Montalvão tem o formato
joana meirim
I
Montalvão tem o formato
De um avião de carreira
No castelo vai o piloto
Quase a chegar à fronteira
II
Com as asas bem formadas
Das Almas ao S. João
A Corredoura é a cauda
O Outeiro o coração
III
Bernardino e Santo André
São as bóias de apoiar
Porque este avião é
Dos que apoisa no mar
IV
Este conjunto de ruas
Faz esta transformação
Ruas Direitas e do Cabo
O cimo do avião
V
Quem conhecer Montalvão
Verá que isto é verdade
A forma de um avião
Mesmo quando está parado
António José Belo, http://www.jfmontalvao.pt/index.php/espaco-visitante/arte-e-cultura-popular/poetas-populares/2-uncategorised/88-antonio-jose-belo-poetas-populares
Local 2.
Montalvão, no distrito de Portalegre, é imaginada no poema de António José Belo como um aparelho aéreo, resultado da semelhança entre o desenho topográfico do povoado e um avião. Mas nesta nota o poema é um pretexto para a ficção de quem deixa para trás a metrópole e depara com a possibilidade de outra vida.
“É aqui”, ficou quase uma hora (59 minutos e 54 segundos, para ser exacto) a dizer, sucessivas vezes em intervalos de meio minuto, tomado pela sensação de que tinha encontrado o que procurava.
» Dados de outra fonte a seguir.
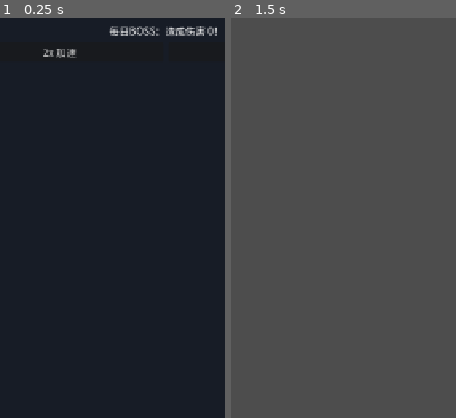
Above: before the commit, frames 1-2 (left to right).
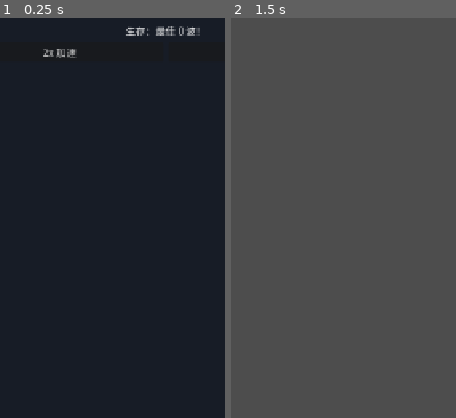
Above: after the commit, the same moments.

Repository: yingqianwang187-wq/jijiayuanzheng
Game: Godot game, scene res://scenes/Battle.tscn
Two runs of this game, one before a commit and one after it. Both use one fixed random seed, a clock stepped at 60 frames per second and the inputs below. This scene is started directly instead of the project's main scene.
Inputs:
- Up to frame 1 (0.25 s): no input
- Up to frame 2 (1.5 s): click "2x 加速" at 0.5 s; click "返回主界面" at 1.25 s
The pictures show only the part of the screen within x 13-63%, y 41-91%; the shares and areas given below are measured in that part.

The runs differ from the first frame. In frame 1, 0.8% of the frame differs, in the area x 48-97%, y 2-5%; in frame 2, nothing differs.

Commit message:
v0.21 B/C 验收通过（远征/生存/家园 + #34 修复）；复核结论 + 项目状态

Diff:
--- a/scripts/battle_view.gd
+++ b/scripts/battle_view.gd
@@ -20,12 +20,14 @@
 #          集合才能展示状态图标（显示层聚合，不修改任何数值）。
 # 伤害统计：战斗结束时（battle_star / level_cleared / battle_failed）只读 Game.battle.mechs
 #          的 dmg_dealt / heal_done 汇总展示（Game 累计，UI 只显示）。
-# 模式适配（v0.13/v0.16/v0.20）：按 Game.battle.mode 四分支——&"story"（主线标题"第 N 关 · 战斗"、
-#          重试 start_battle）；&"dungeon"（标题"副本名·档位"、重试 start_dungeon、通关反馈
-#          dungeon_reward、体力不足隐藏重试）；&"tower"（标题"第 N 层 · 爬塔"、层数读
-#          dungeon_ctx.layer（B 实际字段）、重试 start_tower、通关反馈 tower_changed、
-#          当日满上限隐藏重试）；&"boss"（标题"每日BOSS · 当日名"、每日 1 次不重试、
-#          结算反馈 daily_boss_changed 显示伤害）。
+# 模式适配（v0.13/v0.16/v0.20/v0.21）：按 Game.battle.mode 五分支——&"story"（主线标题
+#          "第 N 关 · 战斗"、重试 start_battle）；&"dungeon"（标题"副本名·档位"、重试
+#          start_dungeon、通关反馈 dungeon_reward、体力不足隐藏重试）；&"tower"（标题
+#          "第 N 层 · 爬塔"、层数读 dungeon_ctx.layer（B 实际字段）、重试 start_tower、
+#          通关反馈 tower_changed、当日满上限隐藏重试）；&"boss"（标题"每日BOSS · 当日名"、
+#          每日 1 次不重试、结算反馈 daily_boss_changed 显示伤害）；&"survival"（标题
+#          "第 N 波 · 生存"、每日 1 次不重试（重试分支仍保留 start_survival 防御）、
+#          结算反馈 survival_changed 显示最佳波数）。
 # ==================================================================
 extends Control
 
@@ -76,6 +78,7 @@
 	Contract.dungeon_reward.connect(_on_dungeon_reward)
 	Contract.tower_changed.connect(_on_tower_changed)
 	Contract.daily_boss_changed.connect(_on_daily_boss_changed)
+	Contract.survival_changed.connect(_on_survival_changed)
 	_accelerate_button.toggled.connect(_on_accelerate_toggled)
 	_retry_button.pressed.connect(_on_retry_pressed)
 	_back_button.pressed.connect(_on_back_pressed)
@@ -225,6 +228,13 @@
 		_retry_button.visible = false
 		_show_battle_stats()
 		return
+	# v0.21：生存模式结束（我方全灭/超时按波数结算）——每日 1 次不重试
+	elif _battle_mode == &"survival":
+		var sur_info: Dictionary = Game.get_survival_info()
+		_status_label.text = "生存结束：最佳 %d 波（每日仅 1 次）" % int(sur_info.get("best_waves", 0))
+		_retry_button.visible = false
+		_show_battle_stats()
+		return
 	_status_label.text = "战斗失败！点击重试"
 	_retry_button.visible = true
 	_show_battle_stats()
@@ -238,6 +248,11 @@
 func _on_daily_boss_changed(damage: int, _day: String) -> void:
 	# v0.20：每日BOSS 结算反馈（战斗结束按伤害结算后由 Game 发出）
 	_status_label.text = "每日BOSS：造成伤害 %d！" % damage
+
+
+func _on_survival_changed(_day: String, best_waves: int) -> void:
+	# v0.21：生存模式结算反馈（按波数结算后由 Game 发出）
+	_status_label.text = "生存：最佳 %d 波！" % best_waves
 
 
 func _on_dungeon_reward(kind: StringName, tier: int, rewards: Dictionary) -> void:
@@ -262,11 +277,14 @@
 
 func _on_retry_pressed() -> void:
 	_reset_battle_ui()
-	# v0.13/v0.16：按模式重试——秘境 start_dungeon / 爬塔 start_tower / 主线 start_battle
+	# v0.13/v0.16/v0.21：按模式重试——秘境 start_dungeon / 爬塔 start_tower /
+	# 生存 start_survival（每日 1 次，当日已打 start 校验静默返回）/ 主线 start_battle
 	if _battle_mode == &"dungeon":
 		Game.start_dungeon(_dungeon_kind, _dungeon_tier)
 	elif _battle_mode == &"tower":
 		Game.start_tower()
+	elif _battle_mode == &"survival":
+		Game.start_survival()
 	else:
 		Game.start_battle(_retry_level)
 
Not shown, changed: docs/变更单.md
Not shown, changed: docs/问题清单.md
Not shown, changed: docs/项目状态.md

Antes, embora não se tivesse chegado aos números de Istambul (se é que era Istambul), passara pelo sufoco de viver em Lisboa, cuja área metropolitana já tinha em 2017 2,57 milhões de pessoas, a população móvel era 80% da população residente, cada pessoa fazia mais de 2,5 deslocações por dia, o automóvel era o meio de deslocação mais utilizado, contavam-se 110 deslocações em média para a entrada na capital por cada 100 residentes. Um suplício. Mas aqui não. Uma promessa de libertação aérea nel blu dipinto di blu.
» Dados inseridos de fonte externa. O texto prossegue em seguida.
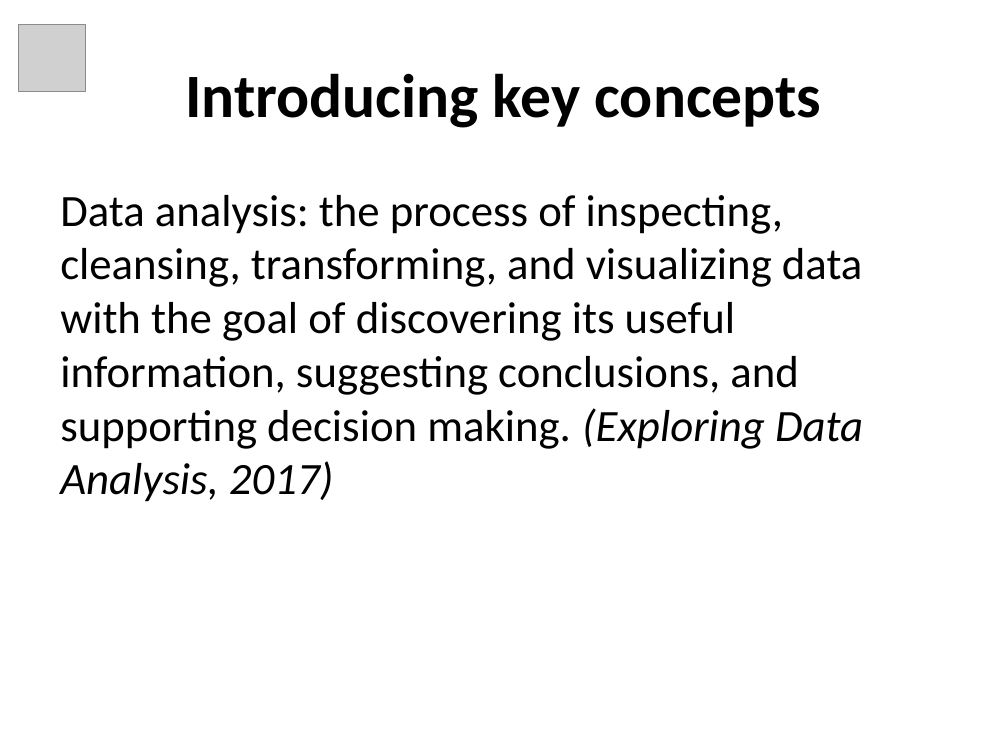
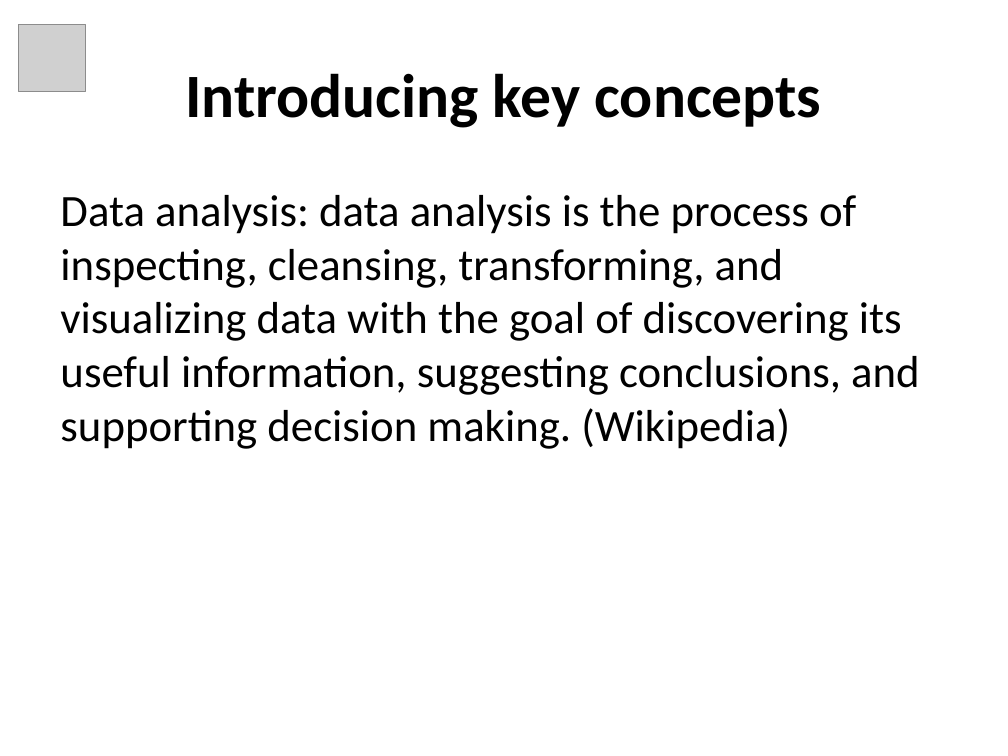
Before and after one commit to tascha/D4DM, a slide deck: slide 5 of documents/Module4_Slides.ppt. Drawn at 1008x756 pixels with LibreOffice and Linux fonts; fonts in the diff are those of the drawing; grey boxes stand for pictures. Boxes give left, top, right and bottom in pixels: in the first picture for what was removed or moved away, otherwise in the second. Text is boxed around its words. In the diff, an @@ line names an element or a change of style, - is before the commit and + after.

```diff
--- a/documents/Module4_Slides.ppt
+++ b/documents/Module4_Slides.ppt
@@ text at <box>60,195,920,449</box>: text changed @@
-Data analysis: the process of inspecting, cleansing, transforming, and visualizing data with the goal of discovering its useful information, suggesting conclusions, and supporting decision making. (Exploring Data Analysis, 2017)
+Data analysis: data analysis is the process of inspecting, cleansing, transforming, and visualizing data with the goal of discovering its useful information, suggesting conclusions, and supporting decision making. (Wikipedia)
```
Also in this commit, not shown: 18 other slides changed, 5 slides added, 4 slides removed.

Ao chegar sentira logo que esta era a escala certa, a medida justa da dieta: prescindir do que não se mostrava verdadeiramente necessário, abandonar a ideia de que quanto mais melhor, desistir de só saber crescer. E aqui, vejam bem, existe tudo. Jane Helier não tem razão ao dizer a Miss Marple que nada acontece em St. Mary Mead, pois as pessoas são todas muito parecidas onde quer que se encontrem e é sempre possível encontrar semelhanças entre as coisas neste mundo (por exemplo, entre “Montalvão tem o formato” e “O dos castelos”, de Pessoa). Mesmo Portalegre, que não é, bem entendido, St. Mary Mead, levou Régio (lembrado há tempos aqui nos Jogos) a invocar idêntico argumento, ao explicar, contra quem queria ir para uma metrópole a sério, que a experiência na capital de província do Alto Alentejo era tão diversa como em Paris. Até existia um sapateiro que sodomizava os filhos.
Para o argumento de Régio, este sapateiro era prova suficiente de que está tudo aqui e não são necessárias canseiras em deslocações para destinos mais cosmopolitas. Para um argumento contrário ao dele, a defesa de Portalegre podia fazer-se de modo mais convincente se se pudesse provar que nem tudo existe aqui (por exemplo, seria melhor não existir um sapateiro que sodomiza os filhos). Há, no entanto, razões diferentes a favor de Portalegre em detrimento de outras terras. É que o sapateiro de que fala Régio é um sapateiro, enquanto noutros sítios temos o sapateiro, o farmacêutico, a advogada, o bombeiro, a médica, o polícia, a merceeira. O mundo não terá atingido um tal estado de corrupção que nos obrigue a ir, pela busca de outra terra, para uma arca com reserva de admissão a um e um só de cada espécie. Por isso, não é aqui.
João Dionísio
João Dionísio dá aulas de Literatura Portuguesa e de Crítica Textual na Faculdade de Letras da Universidade de Lisboa.